| About this exercise |
In the listing that follows, the lines starting at the one containing "disc_fillet = 0.25" and ending at the one containing "end_x = end_center" are to be returned exactly, both boundary lines included, and no others.

| The records |
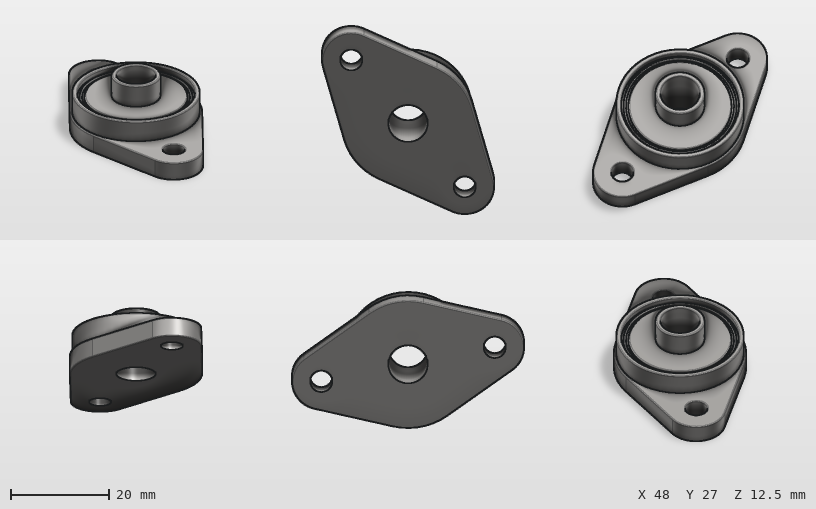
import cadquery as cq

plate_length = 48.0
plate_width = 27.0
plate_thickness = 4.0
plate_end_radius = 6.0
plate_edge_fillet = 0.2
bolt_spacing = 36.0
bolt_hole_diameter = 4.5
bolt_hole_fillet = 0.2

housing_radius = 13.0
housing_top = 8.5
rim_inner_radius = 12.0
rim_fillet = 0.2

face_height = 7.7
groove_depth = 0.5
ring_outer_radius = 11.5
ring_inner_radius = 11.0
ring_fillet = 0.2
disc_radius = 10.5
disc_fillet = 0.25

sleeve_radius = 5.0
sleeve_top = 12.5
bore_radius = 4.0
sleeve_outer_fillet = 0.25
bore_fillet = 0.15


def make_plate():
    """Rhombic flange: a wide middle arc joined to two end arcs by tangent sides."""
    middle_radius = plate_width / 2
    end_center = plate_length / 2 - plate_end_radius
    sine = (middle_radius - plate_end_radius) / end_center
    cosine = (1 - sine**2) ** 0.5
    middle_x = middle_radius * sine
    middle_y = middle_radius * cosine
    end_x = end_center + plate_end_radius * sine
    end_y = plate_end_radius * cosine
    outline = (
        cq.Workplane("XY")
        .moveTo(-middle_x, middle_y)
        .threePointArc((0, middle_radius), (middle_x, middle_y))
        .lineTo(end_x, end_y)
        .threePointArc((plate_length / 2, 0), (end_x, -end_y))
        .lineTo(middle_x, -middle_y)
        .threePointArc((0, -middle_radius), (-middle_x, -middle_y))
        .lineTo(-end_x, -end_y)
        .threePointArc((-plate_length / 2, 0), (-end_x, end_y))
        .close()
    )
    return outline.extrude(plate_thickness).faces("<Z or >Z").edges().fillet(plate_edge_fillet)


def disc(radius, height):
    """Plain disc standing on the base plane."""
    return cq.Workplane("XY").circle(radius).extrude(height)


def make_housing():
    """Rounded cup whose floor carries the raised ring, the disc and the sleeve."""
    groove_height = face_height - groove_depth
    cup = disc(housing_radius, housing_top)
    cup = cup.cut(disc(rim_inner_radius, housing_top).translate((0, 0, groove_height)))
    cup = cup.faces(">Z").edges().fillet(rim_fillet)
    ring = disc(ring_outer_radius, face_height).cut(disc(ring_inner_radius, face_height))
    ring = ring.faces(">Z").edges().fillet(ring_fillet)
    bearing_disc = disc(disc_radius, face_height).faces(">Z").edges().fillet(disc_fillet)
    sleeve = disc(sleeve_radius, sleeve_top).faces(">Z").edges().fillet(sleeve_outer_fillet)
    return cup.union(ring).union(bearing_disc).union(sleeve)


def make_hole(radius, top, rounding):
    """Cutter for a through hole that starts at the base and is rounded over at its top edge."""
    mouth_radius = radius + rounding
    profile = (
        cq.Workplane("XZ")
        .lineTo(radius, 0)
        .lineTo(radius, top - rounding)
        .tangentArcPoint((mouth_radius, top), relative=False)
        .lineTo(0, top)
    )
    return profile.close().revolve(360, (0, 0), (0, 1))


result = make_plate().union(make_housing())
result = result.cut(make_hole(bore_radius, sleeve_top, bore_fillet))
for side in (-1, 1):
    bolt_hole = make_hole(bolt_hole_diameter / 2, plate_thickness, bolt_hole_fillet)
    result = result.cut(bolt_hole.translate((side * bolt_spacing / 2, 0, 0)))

| Written solution |
disc_fillet = 0.25

sleeve_radius = 5.0
sleeve_top = 12.5
bore_radius = 4.0
sleeve_outer_fillet = 0.25
bore_fillet = 0.15


def make_plate():
    """Rhombic flange: a wide middle arc joined to two end arcs by tangent sides."""
    middle_radius = plate_width / 2
    end_center = plate_length / 2 - plate_end_radius
    sine = (middle_radius - plate_end_radius) / end_center
    cosine = (1 - sine**2) ** 0.5
    middle_x = middle_radius * sine
    middle_y = middle_radius * cosine
    end_x = end_center + plate_end_radius * sine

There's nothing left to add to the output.